The salmon sector was under pressure following the news that the European Commission is investigating whether six salmon farmers may have breached EU competition rules, based on inspections in 2019. One of the named farmers, MOWI, was quick to respond with a sharp response that they were convinced that any breaches had not happened. QUEST previously had investments in Norwegian salmon, but since last autumn the fund's position consists of the Faroese company Bakkafrost. Our initial assessment is that the commission's analysis may be flawed, but that it involves a clear uncertainty factor and may become a wet blanket over the sector. Our holding Bakkafrost, on the other hand, can be a relative winner In the long term, Nordic stocks and US stocks have followed each other quite well, but now we see clear bubble risks in the US tech sector at the same time that Nordic small and medium-sized companies are valued below their historical average. In our opinion, the Nordic stock market is very attractive with many companies that are at the forefront of structural trends such as automation, the environment and energy.

However, we started the new year by increasing the short side of the fund. After the strong share appreciation during Q423 where several leading indices rose by 10-15%, and with increased geopolitical tensions, as well as an impending and highly uncertain quarterly report season, we chose to take several new short positions and increase the short book in total. When we take short equity positions, it is not only "broken business models" that we are looking for, but we also include companies that we judge will underperform against the market.

ORIGO SELEQT
SELEQT rose 4.9% during the month. The positive development was broad-based in the fund, where several holdings contributed to the positive development. Trifork, Norva24 and Medicover made positive contributions to the fund's development. Negative contributions came primarily from the holdings in TGS, Hanza and Vaisala.

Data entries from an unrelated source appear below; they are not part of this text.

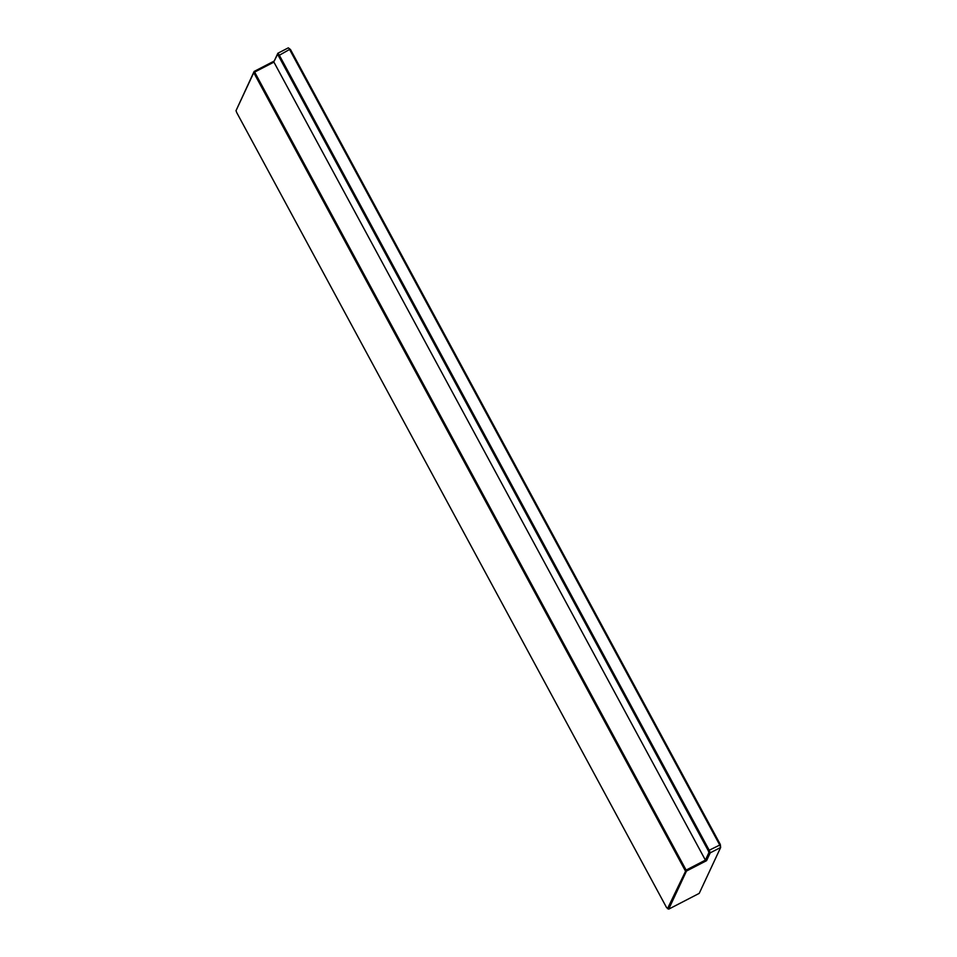 <?xml version="1.0" encoding="UTF-8"?>
<svg xmlns="http://www.w3.org/2000/svg" width="957" height="957" viewBox="0 0 957 957"><rect width="100%" height="100%" fill="white"/><g stroke="black" fill="none" stroke-linecap="round" stroke-linejoin="round"><path stroke-width="1.44" d="M720.31 844.469L719.76 845.055L289.576 49.441L278.439 55.757L277.458 54.525L277.865 53.245L288.308 47.85L290.485 49.525L720.31 844.469L720.657 847.459L710.214 852.854L708.946 852.543L708.264 850.701L719.76 845.055L720.657 847.459L699.22 893.371L668.692 909.15L686.48 871.049L686.121 870.092L705.405 860.128L273.917 62.121L254.646 72.086L254.131 71.44L274.216 61.057L277.865 53.245L279.133 54.848L709.316 850.45L710.214 852.854L706.565 860.666L686.48 871.049L685.248 870.667L253.761 72.66L236.008 110.689L236.69 112.531L666.515 907.475L668.692 909.15M236.008 110.689L254.131 71.44L253.761 72.66L254.646 72.086L686.121 870.092L667.484 908.695M290.485 49.525L288.308 47.85M277.458 54.525L274.216 61.057M708.264 850.701L278.439 55.757M706.565 860.666L705.405 860.128L708.946 852.543"/></g></svg>
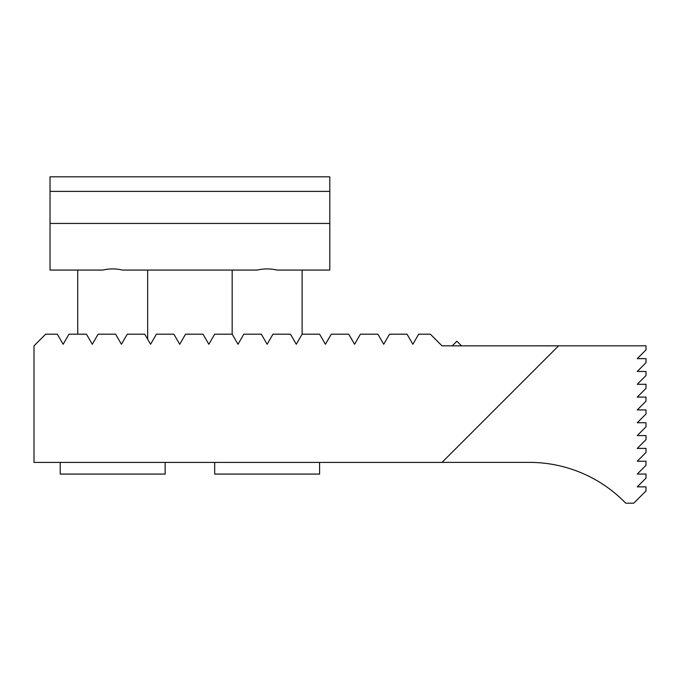 <?xml version="1.0" encoding="UTF-8"?>
<svg xmlns="http://www.w3.org/2000/svg" width="680" height="680" viewBox="0 0 680 680"><rect width="100%" height="100%" fill="white"/><g stroke="black" fill="none" stroke-linecap="round" stroke-linejoin="round"><path stroke-width="1.02" d="M98.107 334.186L115.608 334.186L121.431 344.267L127.254 334.186L144.746 334.186L150.569 344.267L156.392 334.186L173.893 334.186L179.715 344.267L185.538 334.186L203.04 334.186L208.853 344.267L214.676 334.186L232.177 334.186L238 344.267L243.823 334.186L261.324 334.186L267.147 344.267L272.96 334.186L290.462 334.186L296.284 344.267L302.107 334.186L319.608 334.186L325.431 344.267L331.253 334.186L348.747 334.186L354.569 344.267L360.392 334.186L377.893 334.186L383.716 344.267L389.538 334.186L407.039 334.186L412.853 344.267L418.676 334.186L430.346 334.186L442 345.848L558.569 345.848L442 462.417L34 462.417L34 345.848L45.654 334.186L57.324 334.186L63.147 344.267L68.96 334.186L86.462 334.186L92.284 344.267L98.107 334.186M504.662 345.848L558.603 345.814L442.034 462.383L529.431 462.383A134.054 134.054 0 0 1 625.736 503.183L633.76 503.183L646 490.943L646 486.863L637.254 486.863L646 478.125L646 474.045L637.254 474.045L646 465.298L646 461.219L637.254 461.219L646 452.472L646 448.392L637.254 448.392L646 439.654L646 435.574L637.254 435.574L646 426.827L646 422.748L637.254 422.748L646 414.01L646 409.929L637.254 409.929L646 401.183L646 397.103L637.254 397.103L646 388.365L646 384.285L637.254 384.285L646 375.538L646 371.458L637.254 371.458L646 362.712L646 358.632L637.254 358.632L646 349.894L646 345.814L558.603 345.814M270.547 338.376L272.96 334.186M203.04 334.186L208.853 344.267M173.893 334.186L179.715 344.267M147.654 270.07L147.654 339.226L150.569 344.267M461.499 345.848L456.866 341.216L452.242 345.848M329.8 223.448L329.8 270.07L276.964 270.07C270.419 268.524 263.874 268.524 257.32 270.07L122.51 270.07C115.966 268.524 109.42 268.524 102.867 270.07L50.031 270.07L50.031 176.817L329.8 176.817L329.8 223.448L50.031 223.448M329.8 191.386L50.031 191.386M319.6 462.417L319.6 474.07L214.684 474.07L214.684 462.417M165.146 462.417L165.146 474.07L60.231 474.07L60.231 462.417M302.115 270.07L302.115 334.186M232.169 270.07L232.169 334.186M77.716 270.07L77.716 334.186"/></g></svg>
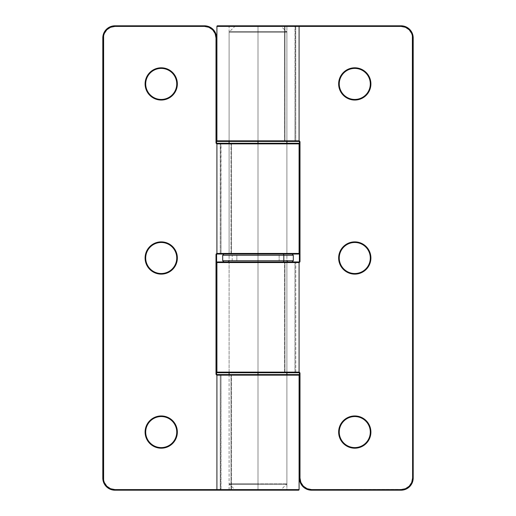 <?xml version="1.0" encoding="UTF-8"?>
<svg xmlns="http://www.w3.org/2000/svg" width="516" height="516" viewBox="0 0 516 516"><rect width="100%" height="100%" fill="white"/><g stroke="black" fill="none" stroke-linecap="round" stroke-linejoin="round"><path stroke-width="0.39" stroke-dasharray="2.58 1.94" d="M145.706 258A15.519 15.519 0 0 0 161.224 273.519A15.519 15.519 0 0 0 176.743 258A15.519 15.519 0 0 0 161.224 242.481A15.519 15.519 0 0 0 145.706 258A15.519 15.519 0 0 0 161.224 273.519A15.519 15.519 0 0 0 176.743 258A15.519 15.519 0 0 0 161.224 242.481A15.519 15.519 0 0 0 145.706 258M176.124 251.827L177.356 258A16.131 16.131 0 0 1 161.224 274.131A16.131 16.131 0 0 1 145.093 258L145.402 254.852L147.815 249.041M145.706 432.073A15.519 15.519 0 0 0 161.224 447.591A15.519 15.519 0 0 0 176.743 432.073A15.519 15.519 0 0 0 161.224 416.554A15.519 15.519 0 0 0 145.706 432.073A15.519 15.519 0 0 0 161.224 447.591A15.519 15.519 0 0 0 176.743 432.073A15.519 15.519 0 0 0 161.224 416.554A15.519 15.519 0 0 0 145.706 432.073M164.372 416.257L167.397 417.173L172.628 420.669L176.124 425.9L177.356 432.073A16.131 16.131 0 0 1 161.224 448.204A16.131 16.131 0 0 1 145.093 432.073L146.325 425.9L149.821 420.669L155.052 417.173L158.077 416.257M145.706 83.927A15.519 15.519 0 0 0 161.224 99.446A15.519 15.519 0 0 0 176.743 83.927A15.519 15.519 0 0 0 161.224 68.409A15.519 15.519 0 0 0 145.706 83.927A15.519 15.519 0 0 0 161.224 99.446A15.519 15.519 0 0 0 176.743 83.927A15.519 15.519 0 0 0 161.224 68.409A15.519 15.519 0 0 0 145.706 83.927M176.124 77.755L177.356 83.927A16.131 16.131 0 0 1 161.224 100.052A16.131 16.131 0 0 1 145.093 83.927L145.402 80.78L147.815 74.968M218.352 143.267L230.8 143.267L231.407 143.88L230.8 143.267L228.478 143.267L298.474 143.267L217.223 143.267L258 143.267L217.223 143.267L258 143.267L258 143.88L286.909 143.88L229.091 143.88L229.091 253.433L286.909 253.433L258 253.433L258 143.88L286.909 143.88L286.909 253.433L286.909 143.88L229.091 143.88L231.362 143.88L231.362 253.433L229.091 253.433A0.606 0.606 0 0 1 228.478 254.046L230.8 254.046L231.045 253.433L231.407 253.433L230.8 254.046A0.606 0.561 -90 0 0 231.362 253.433L286.909 253.433L258 253.433L258 143.88L299.087 143.88L217.223 143.88L216.094 143.126M218.352 374.558L220.79 374.558A0.606 0.561 -90 0 0 220.235 375.164L216.914 375.164L220.235 375.164L220.235 489.594L299.087 489.594L258 489.594L258 375.164L286.909 375.164L286.909 489.594L258 489.594L258 375.164L286.909 375.164L229.091 375.164L229.091 489.594L286.909 489.594L258 489.594L258 375.164L299.087 375.164L217.223 375.164L216.359 374.81L216.004 373.945L216.004 254.652A1.219 1.219 0 0 1 217.223 253.433L299.087 253.433L217.223 253.433L217.223 253.962L217.223 253.433L216.752 253.53L217.223 253.433L217.223 254.046L298.474 254.046L217.223 254.046L287.522 254.046L220.79 254.046L220.235 253.433L220.235 143.88L216.914 143.88L220.235 143.88L220.235 253.433L216.914 253.433L220.235 253.433A0.606 0.561 -90 0 0 220.79 254.046L221.041 253.433L231.045 253.433L231.045 143.88L231.045 253.433L221.041 253.433L221.041 143.88L231.407 143.88A0.606 0.606 0 0 0 230.8 143.267L287.522 143.267L258 143.267L258 372.733L217.526 372.733L298.777 372.733L258 372.733L298.777 372.733L258 372.733L258 372.12L229.091 372.12L286.909 372.12L286.909 262.567L229.091 262.567L258 262.567L258 372.12L229.091 372.12L229.091 262.567L229.091 372.12L286.909 372.12L284.639 372.12L284.639 262.567L286.909 262.567A0.606 0.606 0 0 1 287.522 261.954L285.2 261.954L284.955 262.567L284.593 262.567L285.2 261.954A0.606 0.561 90 0 0 284.639 262.567L229.091 262.567L258 262.567L258 372.12L216.914 372.12L298.777 372.12L299.906 372.875M298.474 490.2L228.478 490.2L298.474 490.2M229.091 253.433L229.091 143.88L231.362 143.88A0.606 0.561 -90 0 0 230.8 143.267L231.045 143.88L220.235 143.88L221.041 143.88L220.79 143.267L230.8 143.267A0.606 0.561 90 0 1 231.362 143.88L231.407 253.433L230.8 254.046L231.407 253.433L230.8 254.046L217.526 254.046M217.526 374.558L220.79 374.558L221.041 375.164L220.79 374.558L230.8 374.558A0.606 0.561 90 0 1 231.362 375.164L231.407 489.594L231.045 489.594L231.045 375.164L221.041 375.164L221.041 489.594L220.235 489.594A0.606 0.561 -90 0 0 220.79 490.2L221.041 375.164L231.045 375.164L231.045 489.594L221.041 489.594L220.79 490.2L230.8 490.2L217.526 490.2L230.8 490.2L231.045 489.594L231.407 489.594L230.8 490.2L228.478 490.2L230.8 490.2A0.606 0.561 -90 0 0 231.362 489.594L286.909 489.594L286.909 375.164L229.091 375.164L231.362 375.164L231.362 489.594L229.091 489.594L229.091 375.164L231.362 375.164A0.606 0.561 -90 0 0 230.8 374.558L231.407 375.164L230.8 374.558L228.478 374.558L298.474 374.558L217.223 374.558L258 374.558L217.223 374.558L217.223 375.164L216.752 375.074L217.223 375.164L217.223 374.635L217.223 375.164L258 375.164L217.223 375.164A1.219 1.219 0 0 1 216.004 373.945L216.61 373.945A0.606 0.606 0 0 0 217.223 374.558L258 374.558L258 483.86L286.909 483.86L258 483.86L258 32.14L286.909 32.14L258 32.14L258 141.442L217.526 141.442L298.777 141.442L258 141.442L298.777 141.442L298.777 140.836L299.641 141.191L299.996 142.055L299.996 261.348L299.39 261.348L299.39 142.055A0.606 0.606 0 0 0 298.777 141.442L258 141.442L258 140.836L229.091 140.836L286.909 140.836L286.909 26.406L216.914 26.406L258 26.406L258 140.836L229.091 140.836L229.091 26.406L258 26.406L258 140.836L216.914 140.836L298.777 140.836L299.248 140.926L298.777 140.836L298.777 141.365L298.777 140.836L258 140.836L298.777 140.836A1.219 1.219 0 0 1 299.996 142.055L299.39 142.055A0.606 0.606 0 0 0 298.777 141.442L298.777 140.836A1.219 1.219 0 0 1 299.08 140.874M228.478 254.046L258 254.046L258 253.433L258 254.046L217.223 254.046L217.223 253.433L258 253.433L258 143.88L216.752 143.783M215.778 35.72L214.056 31.547L212.618 29.793L208.864 27.29L204.439 26.406L114.965 26.406L110.54 27.29L106.793 29.793L104.284 33.546L103.626 35.72L103.4 478.029L104.284 482.454L106.793 486.207L110.54 488.71L114.965 489.594L258 489.594L258 490.2L114.965 490.2A12.171 12.171 0 0 1 102.794 478.029L102.794 37.971A12.171 12.171 0 0 1 114.965 25.8A12.171 12.171 0 0 0 102.794 37.971L102.794 478.029A12.171 12.171 0 0 0 114.965 490.2L287.522 490.2L235.425 490.2L258 490.2L258 375.164L217.223 375.164L217.223 374.558A0.606 0.606 0 0 1 216.61 373.945L216.004 373.945L216.004 254.652L216.61 254.652L216.61 373.945L216.61 254.652L216.004 254.652M216.094 374.416L216.004 373.945M216.92 253.472A1.219 1.219 0 0 1 217.223 253.433L258 253.433L258 143.267L258 372.733L287.522 372.733L228.478 372.733L258 372.733L258 372.12L299.248 372.217M216.92 143.841A1.219 1.219 0 0 0 217.223 143.88A1.219 1.219 0 0 1 216.004 142.661L216.004 37.971L216.61 37.971L216.61 142.661A0.606 0.606 0 0 0 217.223 143.267L217.223 143.88L258 143.88L217.223 143.88L217.223 143.267A0.606 0.606 0 0 1 216.61 142.661L216.004 142.661L216.61 142.661L216.61 37.971A12.171 12.171 0 0 0 204.439 25.8L204.439 26.406L114.965 26.406A11.565 11.565 0 0 0 103.4 37.971L103.4 478.029A11.565 11.565 0 0 0 114.965 489.594L258 489.594L216.914 489.594L220.235 489.594L220.235 375.164L220.79 374.558L258 374.558L258 483.86L286.909 483.86L229.091 483.86L258 483.86L229.091 483.86L258 483.86L258 32.14L286.909 32.14L229.091 32.14L258 32.14L229.091 32.14L258 32.14L258 141.442L287.522 141.442L228.478 141.442L258 141.442L258 140.836L298.777 140.836M155.052 69.021L161.224 67.796L164.372 68.106L170.183 70.518M158.077 99.743L155.052 98.827L149.821 95.331L146.325 90.1L145.093 83.927A16.131 16.131 0 0 1 161.224 67.796A16.131 16.131 0 0 1 177.356 83.927L176.124 90.1L172.628 95.331L167.397 98.827L164.372 99.743M146.325 438.245L145.093 432.073A16.131 16.131 0 0 1 161.224 415.948A16.131 16.131 0 0 1 177.356 432.073L177.046 435.22L174.634 441.032M167.397 446.979L161.224 448.204L158.077 447.894L152.265 445.482M155.045 243.1L158.077 242.178L164.372 242.178L170.183 244.59M146.325 264.173L145.093 258A16.131 16.131 0 0 1 161.224 241.869A16.131 16.131 0 0 1 177.356 258L177.046 261.148L174.634 266.959M167.403 272.9L164.372 273.822L158.077 273.822L152.265 271.41M114.965 25.8L204.439 25.8A12.171 12.171 0 0 1 216.61 37.971L216.004 37.971A11.565 11.565 0 0 0 204.439 26.406L204.439 25.8L114.965 25.8L114.965 26.406L114.965 25.8M217.526 143.267L220.79 143.267A0.606 0.561 -90 0 0 220.235 143.88A0.606 0.561 90 0 1 220.79 143.267L221.041 253.433L220.235 253.433L221.041 253.433L220.79 254.046L218.352 254.046M228.478 374.558A0.606 0.606 0 0 1 229.091 375.164M231.362 375.164L231.407 375.164A0.606 0.606 0 0 0 230.8 374.558L231.362 375.164M217.223 254.046A0.606 0.606 0 0 0 216.61 254.652A0.606 0.606 0 0 1 217.223 254.046M229.091 489.594A0.606 0.606 0 0 1 228.478 490.2M231.362 489.594L230.8 490.2L231.362 489.594M221.041 375.164L220.235 375.164L221.041 375.164M220.79 490.2L220.235 489.594L231.045 489.594L230.8 490.2M228.478 143.267A0.606 0.606 0 0 1 229.091 143.88M114.965 490.2L114.965 489.594L114.965 490.2M102.794 478.029L103.4 478.029L102.794 478.029M102.794 37.971L103.4 37.971L102.794 37.971M216.004 142.661L216.004 37.971M370.295 258A15.519 15.519 0 0 0 354.776 242.481A15.519 15.519 0 0 0 339.257 258A15.519 15.519 0 0 0 354.776 273.519A15.519 15.519 0 0 0 370.295 258A15.519 15.519 0 0 0 354.776 242.481A15.519 15.519 0 0 0 339.257 258A15.519 15.519 0 0 0 354.776 273.519A15.519 15.519 0 0 0 370.295 258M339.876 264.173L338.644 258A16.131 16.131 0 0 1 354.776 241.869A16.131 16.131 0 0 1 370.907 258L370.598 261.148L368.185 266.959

The holdings in SELEQT are clearly different from both indexes and similar funds. The portfolio is exposed to companies with strong business models, often focused on service, maintenance and sales of consumables. During the past year, sectors such as industrial services and health care have been weighted up, where we find businesses that can maintain growth even in a weaker economy. At the end of January, the Norwegian insurance company Protector Forsikring presented its financial statements. As usual, the company pleasantly surprised again. Growth continues, with premiums increasing 48 percent in local currency in the fourth quarter. At the same time as the combined ratio landed at 86.4% in Q4 2023, driven by both good cost control and an improved claim rate. The shareholder-friendly policy is clear in Protector, where the company has returned significant amounts to the owners in the form of cash dividends, often on a quarterly basis, in recent years. The stock has developed strongly and has been included in ORIGO SELEQT since the fund's launch in March 2022.

Among the month's losers, the Norwegian energy data company TGS stands out with a clear negative contribution. TGS came out with a surprisingly weak trading update in January, where the - seasonally strong - Q4 showed weaker development than expected. The explanation can be found partly in lower energy prices, but mainly in the fact that larger energy companies focus on M&A rather than investing in organic growth. It's nothing new, but a trend that has been evident lately and reinforced with major transactions among players such as Exxon, Chevron, etc. Following the merger with industry peer PGS, TGS has the premier library of energy data in the world. The TGS share is in the valley of disappointment, but trades on low multiples given conservative synergy estimates and a normalization of the pace of investment going forward.